Juristische Hürden und Insiderverkäufe
Trotz der operativen Fortschritte gibt es Faktoren, die die Entwicklung belasten. Im Februar veräußerte Director Barry J. Simon 175.000 Aktien im Wert von rund 1,78 Millionen US-Dollar, hält aber weiterhin knapp drei Millionen Papiere. Schwerer wiegt eine laufende Untersuchung der Kanzlei Pomerantz wegen möglichen Wertpapierbetrugs. Diese Prüfung steht im Zusammenhang mit früheren, unvorteilhaften Veröffentlichungen zu klinischen Studien und bringt eine juristische Unsicherheit in die aktuelle Unternehmensbewertung.
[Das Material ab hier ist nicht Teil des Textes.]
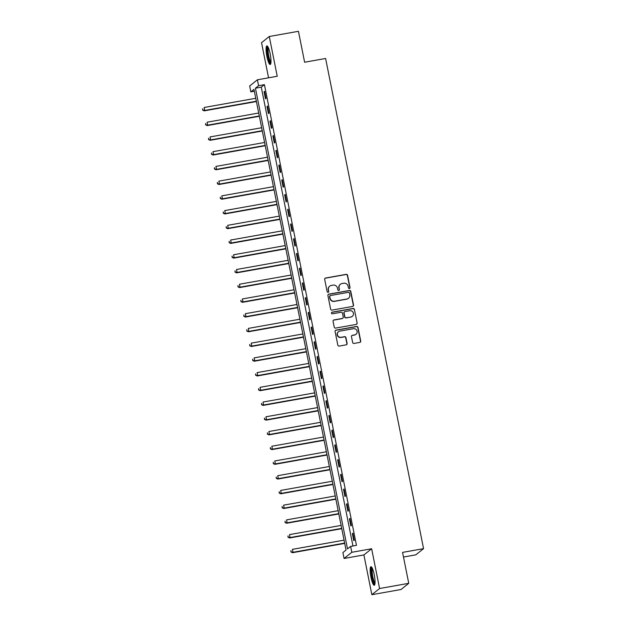 <?xml version="1.0" encoding="UTF-8"?>
<svg xmlns="http://www.w3.org/2000/svg" width="626" height="626" viewBox="0 0 626 626"><rect width="100%" height="100%" fill="white"/><g stroke="black" fill="none" stroke-linecap="round" stroke-linejoin="round"><path stroke-width="0.94" d="M349.394 288.539A0.829 0.806 51.4 0 0 350.036 287.584L347.579 275.299A1.189 1.158 51.4 0 0 346.201 274.344L325.598 278.014A1.189 1.158 51.4 0 0 324.683 279.376L327.14 291.669A0.829 0.806 51.4 0 0 328.454 292.17A0.829 0.806 51.4 0 0 328.744 291.38L328.423 289.791A3.795 3.701 51.4 0 1 331.35 285.433L333.063 285.127A3.795 3.701 51.4 0 1 337.469 288.179L337.782 289.768A0.829 0.806 51.4 0 0 339.104 290.276A0.829 0.806 51.4 0 0 339.386 289.486L339.073 287.89A3.795 3.701 51.4 0 1 341.992 283.539L343.713 283.234A3.795 3.701 51.4 0 1 348.111 286.278L348.432 287.874A0.829 0.806 51.4 0 0 349.394 288.539M349.637 288.453A0.829 0.806 51.4 0 0 349.824 287.749L347.367 275.463A1.189 1.158 51.4 0 0 345.99 274.509L325.387 278.187A1.189 1.158 51.4 0 0 324.988 278.335M328.345 292.248A0.829 0.806 51.4 0 0 328.533 291.544L328.423 289.791M338.995 290.347A0.829 0.806 51.4 0 0 339.175 289.65L339.073 287.89M374.231 574.699A9.421 1.847 -100.1 0 0 370.944 566.718A9.421 1.847 -100.1 0 0 370.968 577.297A9.421 1.847 -100.1 0 0 374.254 585.279A9.421 1.847 -100.1 0 0 374.231 574.699M270.166 53.899A9.421 1.847 -100.1 0 0 266.879 45.925A9.421 1.847 -100.1 0 0 266.903 56.504A9.421 1.847 -100.1 0 0 270.189 64.478A9.421 1.847 -100.1 0 0 270.166 53.899M352.649 342.485A1.189 1.158 51.4 0 0 354.019 343.439L359.801 342.406A1.189 1.158 51.4 0 0 360.717 341.045L357.986 327.398A1.189 1.158 51.4 0 0 356.617 326.443L336.005 330.121A1.189 1.158 51.4 0 0 335.09 331.483L337.821 345.129A1.189 1.158 51.4 0 0 339.198 346.084L346.178 344.832A1.189 1.158 51.4 0 0 347.094 343.478L345.928 337.633A1.189 1.158 51.4 0 0 344.55 336.678L341.084 337.297A3.169 3.091 51.4 0 1 338.486 331.725A3.169 3.091 51.4 0 1 339.848 331.115L353.416 328.697A3.169 3.091 51.4 0 1 356.014 334.268A3.169 3.091 51.4 0 1 354.652 334.879L352.391 335.286A1.189 1.158 51.4 0 0 351.476 336.647L352.649 342.485M350.638 546.396L351.812 552.288L344.081 558.47L342.899 552.578L346.037 550.074L253.976 89.361L250.838 91.873L249.664 85.981L257.403 79.799L258.577 85.692L255.439 88.196L347.5 548.9L350.638 546.396L356.468 545.356L264.415 84.651L258.577 85.692M257.403 79.799L277.232 76.262L269.282 36.496L298.445 31.3L304.619 62.232L325.614 58.484L423.559 548.65L402.565 552.39L408.747 583.322L379.591 588.518L371.641 548.752L351.812 552.288M352.618 306.435A1.189 1.158 51.4 0 0 353.526 305.081L350.803 291.426A1.189 1.158 51.4 0 0 349.425 290.48L328.822 294.15A1.189 1.158 51.4 0 0 327.907 295.511L330.63 309.158A1.189 1.158 51.4 0 0 332.007 310.113L352.618 306.435M354.394 309.416L357.125 323.063A1.189 1.158 51.4 0 1 356.21 324.425L335.599 328.094A1.189 1.158 51.4 0 1 334.229 327.14L333.063 321.302A1.189 1.158 51.4 0 1 333.971 319.941L342.328 318.454A1.189 1.158 51.4 0 0 343.244 317.092L342.469 313.219A1.189 1.158 51.4 0 0 341.092 312.264L332.39 313.814A0.829 0.806 51.4 0 1 331.717 312.358A0.829 0.806 51.4 0 1 332.07 312.194L353.017 308.462A1.189 1.158 51.4 0 1 354.394 309.416L357.125 323.063M408.747 583.322L401.008 589.504L371.852 594.7L379.591 588.518M269.282 36.496L261.543 42.678L268.562 77.812M264.415 84.651L261.277 87.155L352.954 545.982M264.07 91.756L265.487 98.822L266.011 98.407L264.595 91.333L264.07 91.756L264.657 91.646M267.012 106.483L268.429 113.549L268.953 113.134L267.537 106.068L267.012 106.483L267.599 106.381M269.955 121.209L271.371 128.283L271.895 127.861L270.479 120.795L269.955 121.209L270.542 121.108M272.905 135.936L274.313 143.01L274.837 142.587L273.421 135.521L272.905 135.936L273.484 135.834M275.847 150.67L277.255 157.736L277.78 157.322L276.371 150.248L275.847 150.67L276.434 150.561M278.789 165.397L280.198 172.463L280.722 172.048L279.313 164.974L278.789 165.397L279.376 165.287M281.731 180.124L283.14 187.197L283.664 186.775L282.256 179.709L281.731 180.124L282.318 180.022M284.673 194.85L286.09 201.924L286.606 201.502L285.198 194.436L284.673 194.85L285.26 194.749M287.616 209.577L289.032 216.651L289.548 216.236L288.14 209.162L287.616 209.577L288.203 209.475M290.558 224.311L291.974 231.377L292.498 230.963L291.082 223.889L290.558 224.311L291.145 224.202M293.5 239.038L294.916 246.104L295.441 245.689L294.024 238.623L293.5 239.038L294.087 238.936M296.442 253.765L297.859 260.839L298.383 260.416L296.967 253.35L296.442 253.765L297.029 253.663M299.392 268.491L300.801 275.565L301.325 275.15L299.909 268.077L299.392 268.491L299.971 268.39M302.335 283.226L303.743 290.292L304.267 289.877L302.851 282.803L302.335 283.226L302.914 283.116M305.277 297.953L306.685 305.019L307.209 304.604L305.801 297.538L305.277 297.953L305.864 297.851M308.219 312.679L309.627 319.753L310.152 319.33L308.743 312.264L308.219 312.679L308.806 312.577M311.161 327.406L312.577 334.48L313.094 334.057L311.685 326.991L311.161 327.406L311.748 327.304M314.103 342.14L315.52 349.206L316.036 348.792L314.628 341.718L314.103 342.14L314.69 342.031M317.046 356.867L318.462 363.933L318.986 363.518L317.57 356.444L317.046 356.867L317.632 356.757M319.988 371.594L321.404 378.667L321.928 378.245L320.512 371.179L319.988 371.594L320.575 371.492M322.93 386.32L324.346 393.394L324.871 392.971L323.454 385.906L322.93 386.32L323.517 386.219M325.88 401.055L327.288 408.121L327.813 407.706L326.396 400.632L325.88 401.055L326.459 400.945M328.822 415.781L330.231 422.847L330.755 422.433L329.339 415.359L328.822 415.781L329.401 415.672M331.764 430.508L333.173 437.574L333.697 437.159L332.289 430.093L331.764 430.508L332.351 430.406M334.707 445.235L336.115 452.308L336.639 451.886L335.231 444.82L334.707 445.235L335.293 445.133M337.649 459.961L339.057 467.035L339.582 466.62L338.173 459.547L337.649 459.961L338.236 459.86M340.591 474.696L342.007 481.762L342.524 481.347L341.115 474.273L340.591 474.696L341.178 474.586M343.533 489.422L344.949 496.488L345.474 496.074L344.057 489.008L343.533 489.422L344.12 489.321M346.475 504.149L347.892 511.223L348.416 510.8L347 503.734L346.475 504.149L347.062 504.047M349.418 518.876L350.834 525.95L351.358 525.527L349.942 518.461L349.418 518.876L350.004 518.774M352.36 533.61L353.776 540.676L354.3 540.261L352.884 533.188L352.36 533.61L352.947 533.501M403.496 557.03L415.82 554.832L423.559 548.65M371.641 548.752L363.902 554.933L371.852 594.7M363.902 554.933L344.081 558.47M254.352 91.247L250.838 91.873M261.277 87.155L255.439 88.196M340.364 284.274L340.153 284.439A3.795 3.701 51.4 0 0 338.862 288.062M329.714 286.168L329.511 286.34A3.795 3.701 51.4 0 0 328.212 289.955M353.017 306.286A1.189 1.158 51.4 0 0 353.322 305.245L350.591 291.599A1.189 1.158 51.4 0 0 349.214 290.644L328.611 294.314A1.189 1.158 51.4 0 0 328.212 294.47M349.457 292.991A0.829 0.806 51.4 0 0 348.494 292.319L330.403 295.542A0.829 0.806 51.4 0 0 329.761 296.497L330.098 298.172A3.795 3.701 51.4 0 0 334.503 301.223L346.867 299.017A3.795 3.701 51.4 0 0 349.785 294.666L349.457 292.991M330.043 295.707L329.839 295.871A0.829 0.806 51.4 0 0 329.55 296.661L329.761 296.497M348.494 298.281L348.283 298.453A3.795 3.701 51.4 0 1 346.655 299.189L334.292 301.388A3.795 3.701 51.4 0 1 329.886 298.344L329.55 296.661M356.609 324.268A1.189 1.158 51.4 0 0 356.914 323.227M342.837 318.219L342.633 318.391A1.189 1.158 51.4 0 1 342.125 318.618L333.768 320.113A1.189 1.158 51.4 0 0 333.368 320.262M354.183 309.58A1.189 1.158 51.4 0 0 352.814 308.626L331.858 312.366A0.829 0.806 51.4 0 0 331.616 312.452M351.006 316.905A3.169 3.091 51.4 0 0 353.205 312.538A3.169 3.091 51.4 0 0 349.77 310.715L344.989 311.568A1.189 1.158 51.4 0 0 344.073 312.93L344.848 316.803A1.189 1.158 51.4 0 0 346.225 317.758L350.795 317.077A3.169 3.091 51.4 0 0 352.156 316.459L352.36 316.294M344.48 311.803L344.269 311.967A1.189 1.158 51.4 0 0 343.862 313.102L344.073 312.93M350.795 317.077L346.014 317.922A1.189 1.158 51.4 0 1 344.636 316.975L343.862 313.102M356.014 334.268L355.803 334.433A3.169 3.091 51.4 0 1 354.441 335.051L352.18 335.45A1.189 1.158 51.4 0 0 351.781 335.606M338.486 331.725L338.283 331.897A3.169 3.091 51.4 0 0 340.88 337.469L341.084 337.297M346.577 344.683A1.189 1.158 51.4 0 0 346.882 343.643L345.716 337.797A1.189 1.158 51.4 0 0 344.339 336.851L340.88 337.469M360.2 342.258A1.189 1.158 51.4 0 0 360.506 341.217L357.782 327.562A1.189 1.158 51.4 0 0 356.405 326.615L335.794 330.285A1.189 1.158 51.4 0 0 335.395 330.442M255.76 98.29L204.146 107.492L204.733 110.434L204.209 110.857L256.41 101.545M202.887 109.949L202.652 108.767L202.675 110.113L204.733 110.434L256.347 101.232M204.209 110.857L202.675 110.113M258.702 113.016L207.089 122.219L207.675 125.161L207.151 125.583L259.36 116.279M205.829 124.676L205.594 123.494L205.618 124.84L207.675 125.161L259.297 115.966M207.151 125.583L205.618 124.84M261.645 127.743L210.031 136.945L210.618 139.895L210.101 140.31L262.302 131.006M208.771 139.402L208.536 138.229L208.56 139.575L210.618 139.895L262.239 130.693M210.101 140.31L208.56 139.575M264.595 142.478L212.973 151.672L213.56 154.622L213.043 155.037L265.244 145.733M211.713 154.137L211.478 152.955L211.502 154.301L213.56 154.622L265.181 145.42M213.043 155.037L211.502 154.301M267.537 157.204L215.915 166.406L216.51 169.349L215.986 169.763L268.186 160.459M214.655 168.864L214.421 167.682L214.444 169.028L216.51 169.349L268.124 160.146M215.986 169.763L214.444 169.028M270.878 63.062A8.154 1.596 79.9 0 1 270.135 62.483A8.154 1.596 79.9 0 1 267.638 53.703A8.154 1.596 79.9 0 1 268.014 47.013M268.397 47.803A7.551 1.479 -100.1 0 0 268.491 54.587A7.551 1.479 -100.1 0 0 270.675 61.825A7.551 1.479 -100.1 0 0 270.964 62.185M267.427 46.175A9.367 1.831 -100.1 0 0 267.529 54.572A9.367 1.831 -100.1 0 0 270.236 63.586A9.367 1.831 -100.1 0 0 270.62 64.048M374.943 583.862A8.154 1.596 79.9 0 1 372.118 576.961A8.154 1.596 79.9 0 1 372.079 567.805M372.462 568.604A7.551 1.479 -100.1 0 0 372.806 576.773A7.551 1.479 -100.1 0 0 375.029 582.986M371.5 566.976A9.367 1.831 -100.1 0 0 371.914 577.125A9.367 1.831 -100.1 0 0 374.684 584.848M270.479 171.931L218.857 181.133L219.452 184.075L218.928 184.498L271.128 175.194M217.598 183.59L217.363 182.409L217.394 183.754L219.452 184.075L271.066 174.873M218.928 184.498L217.394 183.754M273.421 186.658L221.807 195.86L222.394 198.81L221.87 199.224L274.071 189.921M220.54 198.317L220.305 197.143L220.336 198.489L222.394 198.81L274.008 189.608M221.87 199.224L220.336 198.489M276.363 201.384L224.75 210.586L225.337 213.536L224.812 213.951L277.013 204.647M223.49 213.043L223.247 211.87L223.279 213.216L225.337 213.536L276.95 204.334M224.812 213.951L223.279 213.216M279.306 216.119L227.692 225.321L228.279 228.263L227.754 228.678L279.955 219.374M226.432 227.778L226.197 226.596L226.221 227.942L228.279 228.263L279.892 219.061M227.754 228.678L226.221 227.942M282.248 230.845L230.634 240.048L231.221 242.99L230.697 243.412L282.897 234.101M229.374 242.505L229.139 241.323L229.163 242.669L231.221 242.99L282.835 233.788M230.697 243.412L229.163 242.669M285.19 245.572L233.576 254.774L234.163 257.724L233.639 258.139L285.847 248.835M232.316 257.231L232.082 256.057L232.105 257.396L234.163 257.724L285.785 248.522M233.639 258.139L232.105 257.396M288.132 260.299L236.518 269.501L237.105 272.451L236.581 272.866L288.789 263.562M235.259 271.958L235.024 270.784L235.047 272.13L237.105 272.451L288.727 263.249M236.581 272.866L235.047 272.13M291.082 275.033L239.461 284.235L240.048 287.178L239.531 287.592L291.732 278.288M238.201 286.692L237.966 285.511L237.99 286.857L240.048 287.178L291.669 277.975M239.531 287.592L237.99 286.857M294.024 289.76L242.403 298.962L242.998 301.904L242.473 302.327L294.674 293.015M241.143 301.419L240.908 300.237L240.932 301.583L242.998 301.904L294.611 292.702M242.473 302.327L240.932 301.583M296.967 304.486L245.345 313.689L245.94 316.631L245.415 317.053L297.616 307.749M244.085 316.146L243.85 314.964L243.882 316.31L245.94 316.631L297.553 307.436M245.415 317.053L243.882 316.31M299.909 319.213L248.295 328.415L248.882 331.365L248.358 331.78L300.558 322.476M247.027 330.872L246.793 329.699L246.824 331.044L248.882 331.365L300.496 322.163M248.358 331.78L246.824 331.044M302.851 333.948L251.237 343.142L251.824 346.092L251.3 346.507L303.5 337.203M249.97 345.607L249.735 344.425L249.766 345.771L251.824 346.092L303.438 336.89M251.3 346.507L249.766 345.771M305.793 348.674L254.179 357.876L254.766 360.819L254.242 361.241L306.443 351.929M252.92 360.333L252.677 359.152L252.708 360.498L254.766 360.819L306.38 351.616M254.242 361.241L252.708 360.498M308.735 363.401L257.122 372.603L257.709 375.545L257.184 375.968L309.385 366.664M255.862 375.06L255.627 373.878L255.651 375.224L257.709 375.545L309.322 366.343M257.184 375.968L255.651 375.224M311.678 378.127L260.064 387.33L260.651 390.28L260.126 390.694L312.327 381.39M258.804 389.787L258.569 388.613L258.593 389.959L260.651 390.28L312.264 381.077M260.126 390.694L258.593 389.959M314.62 392.862L263.006 402.056L263.593 405.006L263.069 405.421L315.277 396.117M261.746 404.513L261.511 403.34L261.535 404.686L263.593 405.006L315.214 395.804M263.069 405.421L261.535 404.686M317.562 407.589L265.948 416.791L266.535 419.733L266.019 420.148L318.219 410.844M264.688 419.248L264.454 418.066L264.477 419.412L266.535 419.733L318.157 410.531M266.019 420.148L264.477 419.412M320.512 422.315L268.89 431.517L269.477 434.46L268.961 434.882L321.161 425.57M267.631 433.974L267.396 432.793L267.419 434.139L269.477 434.46L321.099 425.257M268.961 434.882L267.419 434.139M323.454 437.042L271.833 446.244L272.427 449.194L271.903 449.609L324.104 440.305M270.573 448.701L270.338 447.527L270.362 448.865L272.427 449.194L324.041 439.992M271.903 449.609L270.362 448.865M326.396 451.769L274.775 460.971L275.37 463.921L274.845 464.335L327.046 455.032M273.515 463.428L273.28 462.254L273.312 463.6L275.37 463.921L326.983 454.719M274.845 464.335L273.312 463.6M329.339 466.503L277.725 475.705L278.312 478.647L277.787 479.062L329.988 469.758M276.457 478.162L276.222 476.981L276.254 478.327L278.312 478.647L329.925 469.445M277.787 479.062L276.254 478.327M332.281 481.23L280.667 490.432L281.254 493.374L280.73 493.797L332.93 484.485M279.407 492.889L279.165 491.707L279.196 493.053L281.254 493.374L332.868 484.172M280.73 493.797L279.196 493.053M335.223 495.956L283.609 505.159L284.196 508.101L283.672 508.523L335.872 499.219M282.349 507.616L282.115 506.442L282.138 507.78L284.196 508.101L335.81 498.906M283.672 508.523L282.138 507.78M338.165 510.683L286.551 519.885L287.138 522.835L286.614 523.25L338.815 513.946M285.292 522.342L285.057 521.168L285.08 522.514L287.138 522.835L338.752 513.633M286.614 523.25L285.08 522.514M341.107 525.417L289.494 534.612L290.081 537.562L289.556 537.977L341.765 528.673M288.234 537.077L287.999 535.895L288.023 537.241L290.081 537.562L341.702 528.36M289.556 537.977L288.023 537.241M344.05 540.144L292.436 549.346L293.023 552.288L292.506 552.711L344.707 543.399M291.176 551.803L290.941 550.622L290.965 551.968L293.023 552.288L344.644 543.086M292.506 552.711L290.965 551.968"/></g></svg>

Die kommenden Quartale sind durch konkrete Meilensteine definiert: Neben der ausstehenden FDA-Entscheidung zum aktuellen Antrag plant ImmunityBio bis zum vierten Quartal 2026 die Einreichung eines vollständigen Zulassungsantrags für die BCG-naive Indikation. Der Erfolg des Unternehmens hängt nun maßgeblich davon ab, ob die kommerzielle Skalierung in den neuen internationalen Märkten die anhaltenden Verluste und juristischen Risiken zeitnah kompensieren kann.